|
|
|
|
|
by touisteur
554 days ago
|
|
Talking long convolutions, on parallel architectures, through FFT there's a lot of performance to gain from Overlap-and-Add or Overlap-and-Save schemes, especially on GPUs with cuFFTDx which brings a whole new set of device primitives to the table and looking at (or getting inspiration from) tcFFT which allows using Tensor Cores for FFT and actually increases throughput on lots of convolution workloads. |
|
I'm curious if there are other methods for approximating long convolutions that are well-known or widely-used, outside of overlap-add and overlap-save? I'm in the audio field and interested in learning long _FIR_ filters to describe the resonances of physical objects, like instruments, or rooms. Block-coding, or fixed-frame size approaches reign supreme, of course, but have their own issues in terms of windowing artifacts, etc.

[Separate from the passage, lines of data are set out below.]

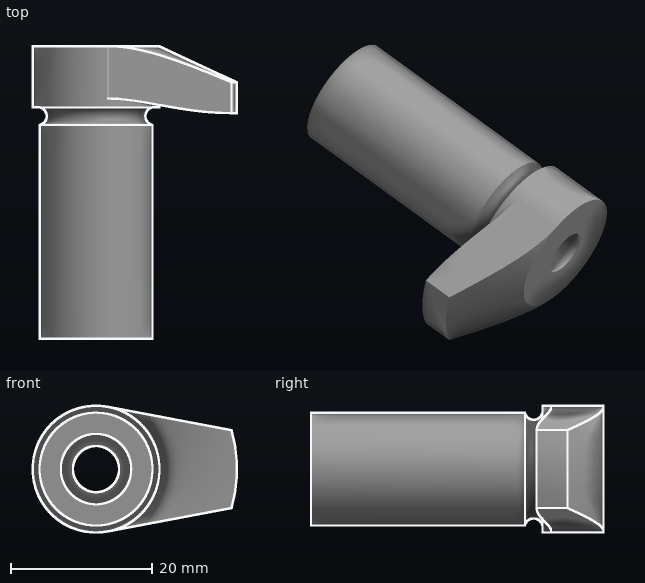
import cadquery as cq
import math

TOTAL_LENGTH = 41.5
HEAD_RADIUS = 18.0 / 2
HEAD_LENGTH = 8.67
SHANK_RADIUS = 16.0 / 2

GROOVE_WIDTH = 2.5
GROOVE_DEPTH = 1.0

WIDE_BORE_RADIUS = 10.0 / 2
NARROW_BORE_RADIUS = 6.5 / 2

LEVER_REACH = 29.0 - HEAD_RADIUS
FLANK_ANGLE = 10.7
LEVER_TIP_DROP = 5.1
LEVER_ROOT_DEPTH = 7.43
LEVER_TIP_DEPTH = 9.5


def turn(profile):
    """Revolve an XY profile fully about the Y axis."""
    return profile.close().revolve(360, (0, 0, 0), (0, 1, 0))


def cylinder(radius, y_start, y_end):
    """Cylinder along Y from y_start down to y_end."""
    return cq.Workplane("XZ", origin=(0, y_start, 0)).circle(radius).extrude(y_start - y_end)


def make_body():
    groove_end = HEAD_LENGTH + GROOVE_WIDTH
    groove_middle = HEAD_LENGTH + GROOVE_WIDTH / 2
    return turn(
        cq.Workplane("XY")
        .lineTo(HEAD_RADIUS, 0)
        .lineTo(HEAD_RADIUS, -HEAD_LENGTH)
        .lineTo(SHANK_RADIUS, -HEAD_LENGTH)
        .threePointArc((SHANK_RADIUS - GROOVE_DEPTH, -groove_middle), (SHANK_RADIUS, -groove_end))
        .lineTo(SHANK_RADIUS, -TOTAL_LENGTH)
        .lineTo(0, -TOTAL_LENGTH)
    )


def make_lever():
    run = LEVER_REACH - HEAD_RADIUS
    rise = LEVER_TIP_DEPTH - LEVER_ROOT_DEPTH
    arc_radius = (run**2 + rise**2) / (2 * rise)
    half_sweep = math.asin(run / arc_radius) / 2
    arc_middle = (
        LEVER_REACH - arc_radius * math.sin(half_sweep),
        -LEVER_TIP_DEPTH + arc_radius * (1 - math.cos(half_sweep)),
    )
    disc = turn(
        cq.Workplane("XY")
        .lineTo(HEAD_RADIUS, 0)
        .lineTo(LEVER_REACH, -LEVER_TIP_DROP)
        .lineTo(LEVER_REACH, -LEVER_TIP_DEPTH)
        .threePointArc(arc_middle, (HEAD_RADIUS, -LEVER_ROOT_DEPTH))
        .lineTo(0, -LEVER_ROOT_DEPTH)
    )

    angle = math.radians(FLANK_ANGLE)
    tangent_x = HEAD_RADIUS * math.sin(angle)
    tangent_z = HEAD_RADIUS * math.cos(angle)
    end_z = tangent_z - (LEVER_REACH - tangent_x) * math.tan(angle)
    wedge = (
        cq.Workplane("XZ")
        .polyline([
            (0, 0),
            (tangent_x, tangent_z),
            (LEVER_REACH, end_z),
            (LEVER_REACH, -end_z),
            (tangent_x, -tangent_z),
        ])
        .close()
        .extrude(LEVER_TIP_DEPTH)
    )
    return disc.intersect(wedge)


wide_bore = cylinder(WIDE_BORE_RADIUS, -HEAD_LENGTH, -TOTAL_LENGTH)
narrow_bore = cylinder(NARROW_BORE_RADIUS, 0, -TOTAL_LENGTH)

result = make_body().union(make_lever()).cut(wide_bore).cut(narrow_bore)

I'm definitely aware that multiplication in the (complex) frequency domain is equivalent to convolution in the time domain and that, because of the fast-fourier transform, this can yield increased efficiency. However, this still results in storing a lot of gradient information that my intuition tells me (possibly incorrectly) is full of redundancy and waste.
Stateful, IIR, or auto-regressive approaches are _one_ obvious answer, but this changes the game in terms of training and inference parallelization.
A couple ideas I've considered, but have not yet tried, or looked too deeply into:
- First performing PCA in the complex frequency domain, reducing the point-wise multiplication that must occur. Without some additional normalization up-front, it's likely this would be equivalent to downsampling/low-pass filtering and performing the convolution there. The learnable filter bank would live in the PCA space, reducing the overall number of learned parameters.
- A Compressed Sensing inspired approach, where we perform a sparse, sub-sampled random set of points from both signals and recover the full result based on the assumption that both convolver and convolvee? are sparse in the fourier domain. This one is pretty half-baked.
I'd love to hear about papers you've read, or thoughts you've had about this problem.